SECURITIES AND EXCHANGE COMMISSION

Washington, D.C. 20549

 

 

FORM 8-K

 

 

 

 

CURRENT REPORT

Pursuant to Section 13 or 15(d) of the Securities Exchange Act of 1934

 

Date of Report (Date Earliest Event Reported):

August 12, 2010 (August 9, 2010)

 

 

 

GRAHAM PACKAGING HOLDINGS COMPANY

(Exact name of registrant as specified in its charter)

 

 

 

 

Pennsylvania

(State or other jurisdiction

of incorporation)

 

333-53603-03

(Commission File Number)

 

23-2553000

(IRS Employer Identification No.)

 

2401 Pleasant Valley Road

York, Pennsylvania 17402

(717) 849-8500

(Address, including zip code, and telephone number,

including area code, of registrant’s principal executive offices)

 

Not Applicable

(Former name or former address, if changed since last report)

 

 

Check the appropriate box below if the Form 8-K filing is intended to simultaneously satisfy the filing obligation of the registrant under any of the following provisions:

 

¨ Written communications pursuant to Rule 425 under the Securities Act (17 CFR 230.425)

 

¨ Soliciting material pursuant to Rule 14a-12 under the Exchange Act (17 CFR 240.14a-12)

 

¨ Pre-commencement communications pursuant to Rule 14d-2(b) under the Exchange Act (17 CFR 240.14d-2(b))

 

¨ Pre-commencement communications pursuant to Rule 13e-4(c) under the Exchange Act (17 CFR 240.13e-4(c))


Item 1.01. Entry Into a Material Definitive Agreement.

On August 9, 2010, Graham Packaging Acquisition Corp. (as both the “Stock Purchaser” and the “Unit Purchaser,” and sometimes collectively referred to herein as the “Purchasers”), a Delaware corporation and a subsidiary of Graham Packaging Holdings Company (the “registrant”), entered into a definitive Stock and Unit Purchase Agreement (the “Purchase Agreement”) with (a) Liquid Container L.P. (the “Company”), a Delaware limited partnership, (b) each of the Company’s limited partners (the “Limited Partners”) and (c) each of the stockholders (the “Stockholders” and, together with the Limited Partners, the “Sellers”) of (i) Liquid Container Inc. (the “Managing General Partner”), a Delaware corporation, (ii) CPG-L Holdings Inc. (“CPG”), a Delaware corporation, and (iii) WCK-L Holdings Inc. (“WCK” and, together with the Managing General Partner and CPG, the “General Partners”), a Delaware corporation.

The Company is engaged in the business of designing, manufacturing and selling blow-molded plastic containers for use in North America.
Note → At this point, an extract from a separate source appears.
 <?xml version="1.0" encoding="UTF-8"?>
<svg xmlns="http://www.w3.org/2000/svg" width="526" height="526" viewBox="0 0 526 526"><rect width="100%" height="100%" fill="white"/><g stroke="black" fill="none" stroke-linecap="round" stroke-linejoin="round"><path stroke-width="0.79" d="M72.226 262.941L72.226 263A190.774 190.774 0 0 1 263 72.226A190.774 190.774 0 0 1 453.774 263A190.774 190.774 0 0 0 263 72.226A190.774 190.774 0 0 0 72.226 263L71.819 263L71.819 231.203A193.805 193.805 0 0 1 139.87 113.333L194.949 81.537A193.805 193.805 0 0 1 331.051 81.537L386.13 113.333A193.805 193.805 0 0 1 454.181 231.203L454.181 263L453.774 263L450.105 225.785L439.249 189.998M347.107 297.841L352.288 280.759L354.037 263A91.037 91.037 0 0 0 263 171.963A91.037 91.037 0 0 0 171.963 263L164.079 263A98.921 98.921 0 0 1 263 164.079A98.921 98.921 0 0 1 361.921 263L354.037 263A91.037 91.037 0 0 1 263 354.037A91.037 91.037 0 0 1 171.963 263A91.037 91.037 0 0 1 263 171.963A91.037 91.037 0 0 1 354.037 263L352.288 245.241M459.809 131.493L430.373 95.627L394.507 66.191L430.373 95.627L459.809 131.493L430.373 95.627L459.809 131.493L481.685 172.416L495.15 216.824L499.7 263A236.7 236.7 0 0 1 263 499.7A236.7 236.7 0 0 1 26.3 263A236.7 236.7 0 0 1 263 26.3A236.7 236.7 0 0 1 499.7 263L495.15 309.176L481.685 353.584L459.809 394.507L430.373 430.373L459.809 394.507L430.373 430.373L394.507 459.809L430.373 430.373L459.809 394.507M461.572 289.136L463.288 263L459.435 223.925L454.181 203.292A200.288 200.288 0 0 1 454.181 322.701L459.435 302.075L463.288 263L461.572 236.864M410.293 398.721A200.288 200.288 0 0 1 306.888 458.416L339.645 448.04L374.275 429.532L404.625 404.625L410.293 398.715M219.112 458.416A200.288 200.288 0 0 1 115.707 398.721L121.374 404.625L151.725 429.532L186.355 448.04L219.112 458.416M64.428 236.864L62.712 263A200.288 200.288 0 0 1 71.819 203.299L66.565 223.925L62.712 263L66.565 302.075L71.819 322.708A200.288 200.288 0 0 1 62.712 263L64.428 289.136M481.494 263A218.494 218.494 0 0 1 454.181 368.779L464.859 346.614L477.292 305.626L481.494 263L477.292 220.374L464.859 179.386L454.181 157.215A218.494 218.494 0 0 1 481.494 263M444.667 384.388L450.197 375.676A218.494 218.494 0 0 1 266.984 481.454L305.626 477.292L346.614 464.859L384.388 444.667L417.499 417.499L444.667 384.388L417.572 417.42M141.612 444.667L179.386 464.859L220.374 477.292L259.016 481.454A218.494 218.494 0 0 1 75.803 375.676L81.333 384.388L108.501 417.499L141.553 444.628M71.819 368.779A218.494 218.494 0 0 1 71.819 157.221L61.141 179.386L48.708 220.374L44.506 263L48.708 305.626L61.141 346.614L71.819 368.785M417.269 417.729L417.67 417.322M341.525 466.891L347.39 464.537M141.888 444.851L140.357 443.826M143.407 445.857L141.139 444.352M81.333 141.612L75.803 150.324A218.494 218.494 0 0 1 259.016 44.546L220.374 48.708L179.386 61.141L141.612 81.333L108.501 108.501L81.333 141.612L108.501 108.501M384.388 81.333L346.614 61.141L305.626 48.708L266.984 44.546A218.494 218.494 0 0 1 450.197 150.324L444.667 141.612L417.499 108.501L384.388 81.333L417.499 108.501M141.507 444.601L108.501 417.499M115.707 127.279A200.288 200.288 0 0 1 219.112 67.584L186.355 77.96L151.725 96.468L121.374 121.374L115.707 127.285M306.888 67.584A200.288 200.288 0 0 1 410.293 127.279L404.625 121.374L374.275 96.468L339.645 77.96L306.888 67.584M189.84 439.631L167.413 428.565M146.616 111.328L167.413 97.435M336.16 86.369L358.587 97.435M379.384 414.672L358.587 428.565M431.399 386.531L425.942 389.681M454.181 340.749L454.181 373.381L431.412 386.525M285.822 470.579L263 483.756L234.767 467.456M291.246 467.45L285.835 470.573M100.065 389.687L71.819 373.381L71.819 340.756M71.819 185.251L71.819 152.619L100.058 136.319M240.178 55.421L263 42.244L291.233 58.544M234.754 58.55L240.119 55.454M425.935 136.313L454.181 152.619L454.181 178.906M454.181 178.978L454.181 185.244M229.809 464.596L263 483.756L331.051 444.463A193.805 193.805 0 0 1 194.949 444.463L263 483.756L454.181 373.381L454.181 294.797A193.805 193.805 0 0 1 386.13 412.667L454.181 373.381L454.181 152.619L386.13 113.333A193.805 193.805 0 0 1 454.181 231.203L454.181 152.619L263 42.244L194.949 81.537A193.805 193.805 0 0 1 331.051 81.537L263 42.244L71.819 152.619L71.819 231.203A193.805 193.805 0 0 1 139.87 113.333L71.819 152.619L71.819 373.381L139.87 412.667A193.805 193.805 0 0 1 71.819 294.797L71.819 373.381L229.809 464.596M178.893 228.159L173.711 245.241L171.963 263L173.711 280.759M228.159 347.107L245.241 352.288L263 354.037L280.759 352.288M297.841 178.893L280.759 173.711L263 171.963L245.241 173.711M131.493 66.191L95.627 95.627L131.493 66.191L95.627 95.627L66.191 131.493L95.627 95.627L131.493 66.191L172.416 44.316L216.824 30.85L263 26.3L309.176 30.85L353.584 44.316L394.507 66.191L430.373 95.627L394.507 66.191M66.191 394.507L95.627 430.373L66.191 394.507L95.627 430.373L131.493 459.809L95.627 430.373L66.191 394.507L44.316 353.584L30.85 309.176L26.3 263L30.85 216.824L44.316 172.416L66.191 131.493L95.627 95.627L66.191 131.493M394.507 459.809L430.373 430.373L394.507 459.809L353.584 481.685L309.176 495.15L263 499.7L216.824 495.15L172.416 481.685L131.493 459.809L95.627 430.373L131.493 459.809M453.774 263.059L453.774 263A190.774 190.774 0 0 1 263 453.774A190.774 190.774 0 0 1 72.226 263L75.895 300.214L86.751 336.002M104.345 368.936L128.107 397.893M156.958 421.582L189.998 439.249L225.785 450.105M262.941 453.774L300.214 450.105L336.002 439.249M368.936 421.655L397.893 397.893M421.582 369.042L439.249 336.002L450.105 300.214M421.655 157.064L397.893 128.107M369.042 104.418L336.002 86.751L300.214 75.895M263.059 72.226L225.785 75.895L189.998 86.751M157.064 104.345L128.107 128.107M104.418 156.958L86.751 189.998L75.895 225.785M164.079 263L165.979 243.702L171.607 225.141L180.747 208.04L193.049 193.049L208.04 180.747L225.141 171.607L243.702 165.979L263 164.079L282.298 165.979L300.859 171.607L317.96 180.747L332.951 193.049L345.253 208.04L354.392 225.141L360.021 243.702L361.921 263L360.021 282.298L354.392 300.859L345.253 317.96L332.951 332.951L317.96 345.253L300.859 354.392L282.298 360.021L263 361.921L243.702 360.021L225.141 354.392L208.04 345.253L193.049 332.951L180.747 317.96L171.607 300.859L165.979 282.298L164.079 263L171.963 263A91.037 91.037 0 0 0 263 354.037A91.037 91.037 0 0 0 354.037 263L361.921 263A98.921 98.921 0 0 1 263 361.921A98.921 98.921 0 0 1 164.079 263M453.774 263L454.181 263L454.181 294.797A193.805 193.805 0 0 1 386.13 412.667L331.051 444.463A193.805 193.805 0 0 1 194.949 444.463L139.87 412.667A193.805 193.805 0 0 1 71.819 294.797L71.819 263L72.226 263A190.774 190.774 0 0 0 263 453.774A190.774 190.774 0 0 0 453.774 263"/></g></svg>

The General Partners are the three general partners of the Company, and are the owners of all of the outstanding general partner units of the Company (the “GP Units”). The Stockholders are the owners of all of the issued and outstanding shares of common stock (the “Shares”) of the General Partners. The Limited Partners are all of the limited partners of the Company, and are the owners of all of the issued and outstanding limited partner units of the Company, including profits units of the Company (collectively, the “LP Units” and, together with the GP Units, the “Units”).

Pursuant to the Purchase Agreement, the Stock Purchaser, or its wholly owned subsidiary, will purchase all the Shares from the Stockholders, and the Unit Purchaser, or its affiliate, will purchase all of the LP Units from the Limited Partners (collectively, the “Purchase”). At the closing of the Purchase (the “Closing Date”), the Purchasers will pay for the Shares and the Units an aggregate amount of $568.0 million, plus cash, minus certain indebtedness and subject to a potential net working capital adjustment. Part of the purchase price will be used to repay the outstanding indebtedness of the Limited Partners.

Consummation of the Purchase is subject to several conditions, including the obtaining of certain consents and other customary closing conditions. Certain of the Sellers have also agreed to non-compete, non-solicitation and confidentiality covenants. The Purchasers benefit from representations and warranties from the Sellers and from indemnification.

The Purchasers and the Sellers have the right to terminate the Purchase Agreement under certain circumstances. If terminated by the Sellers, the Purchasers, in limited circumstances, will be required to pay the Sellers a termination fee of $20.0 million plus certain out-of-pocket costs.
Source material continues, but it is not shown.